Find magnitude of breaking force to stop car of mass 1.2T in 20m when its travelling 60k/hr. down an incline of angle arcin(1/40)
A couple of ways of doing this:
a) Using the standard Newton's equations (I personally don't like this method, but it's the "official" way of doing it), this is the way you'll have to answer the question in an exam:
m = 1.2T = 1200 Kg
v = 60 km/h = 50/3 m/s
To overcome gravity, a force of mg*sin@ = 294 N is required (up the slope).
In order to slow the car down in 20m, an additional acceleration of (v^2 - u^2)/ 2s = 125/18 m/s^2 is required
-> additional force required =
= 125/18 * 1200 N
25000/3 N (up the slope).
Adding these two forces gives 294 + 25000/3 N = 25882/3 N = 8627.33 N (up the slope)

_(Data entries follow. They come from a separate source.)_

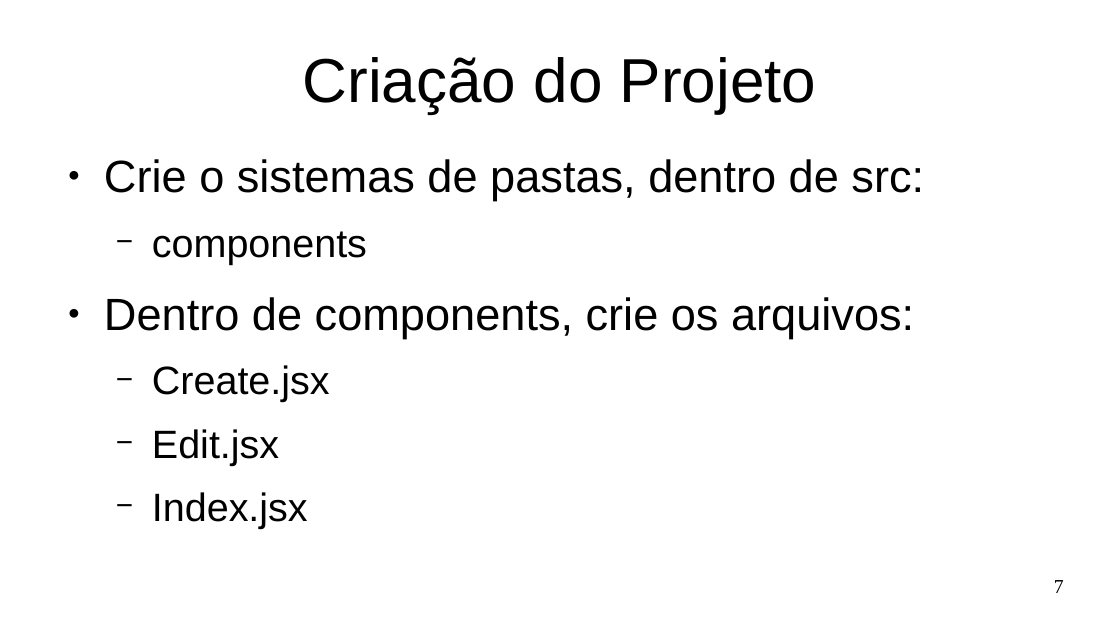
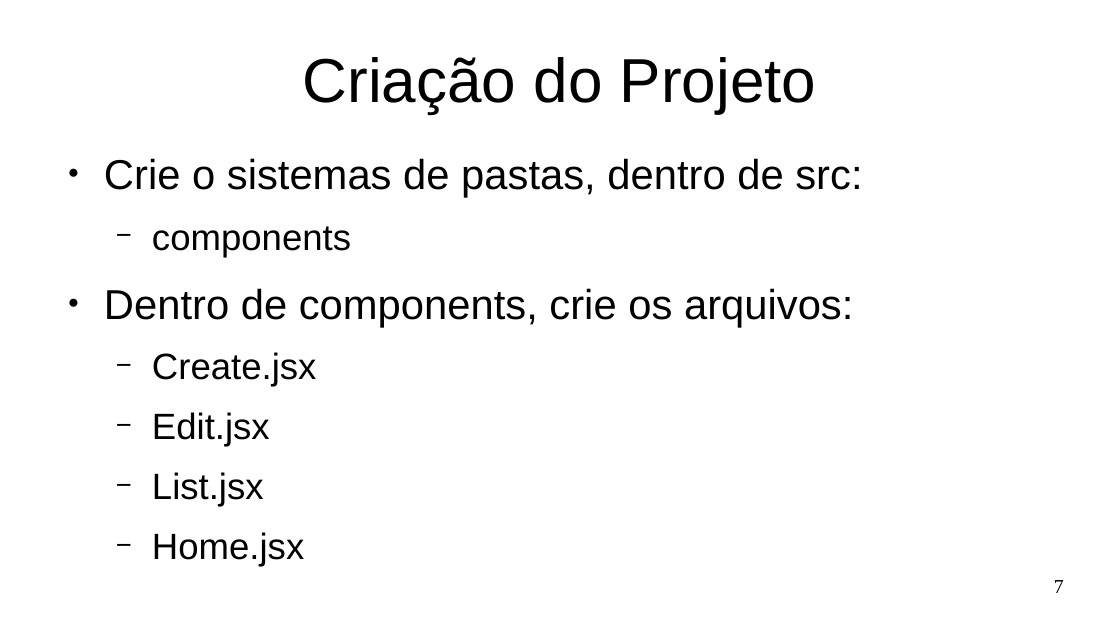
Before and after one commit to Marques-Dev/WEB_2020-1, a slide deck: slide 7 of SLIDES/aula03.odp. Drawn at 1120x630 pixels with LibreOffice and Linux fonts; fonts in the diff are those of the drawing. Boxes give left, top, right and bottom in pixels: in the first picture for what was removed or moved away, otherwise in the second. Text is boxed around its words. In the diff, an @@ line names an element or a change of style, - is before the commit and + after.

```diff
--- a/SLIDES/aula03.odp
+++ b/SLIDES/aula03.odp
@@ text at (104,158,862,447): size 32 to 29.6 pt in "Crie o sistemas de pastas, dentro de ...", "Dentro de components, crie os arquivos:"; size 28 to 25.9 pt in "components", "Create.jsx", "Edit.jsx" @@
@@ text at (152,472,264,507): text changed; size 28 to 25.9 pt @@
-  − Index.jsx
+  − List.jsx
+  − Home.jsx
```
Also in this commit, not shown: 7 other slides changed, 22 slides added, 8 other files.
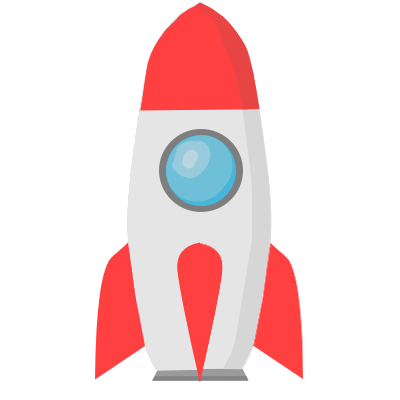
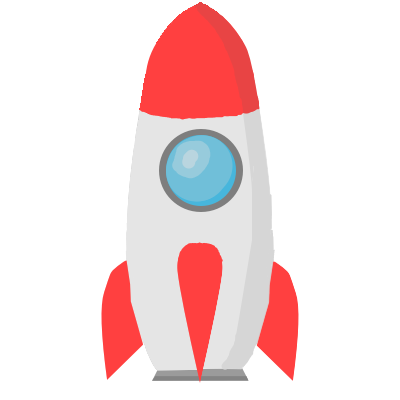
Layered file, before and after one edit (400px x 400px). Changes by layer:
removed layer "right_landing" over (192, 194, 303, 381)
removed layer "left_landing" over (95, 217, 192, 380)
painted on "red hat" over (95, 2, 303, 381)
added layer "Paint Layer 5" (1st of 2) above "Paint Layer 5" over (95, 256, 303, 381)
added layer "Paint Layer 5" (2nd of 2) above "right_body" over (95, 194, 303, 381)
painted on "right_body" over (192, 2, 303, 381)
painted on "left_body" over (95, 2, 256, 380)

b) Using the work-energy theorem (not in the syllabus, but simpler & more elegant in my opinion):
The mechanical energy (E) of the car is the sum of the kinetic energy and gravitational potential energy (E = (1/2)*mv^2 + mglsin@), so the initial mechanical energy is E = 500000/3 + 5880 J = 517640 J (taking the bottom of the 20m ramp to be the level of zero potential). The final mechanical energy is zero, so the force required to stop the car is (change in mechanical energy)/distance = 517640/20 N = 25882/3 N = 8627.33 N (up the slope)
You probably need to understand the first method, but not the second.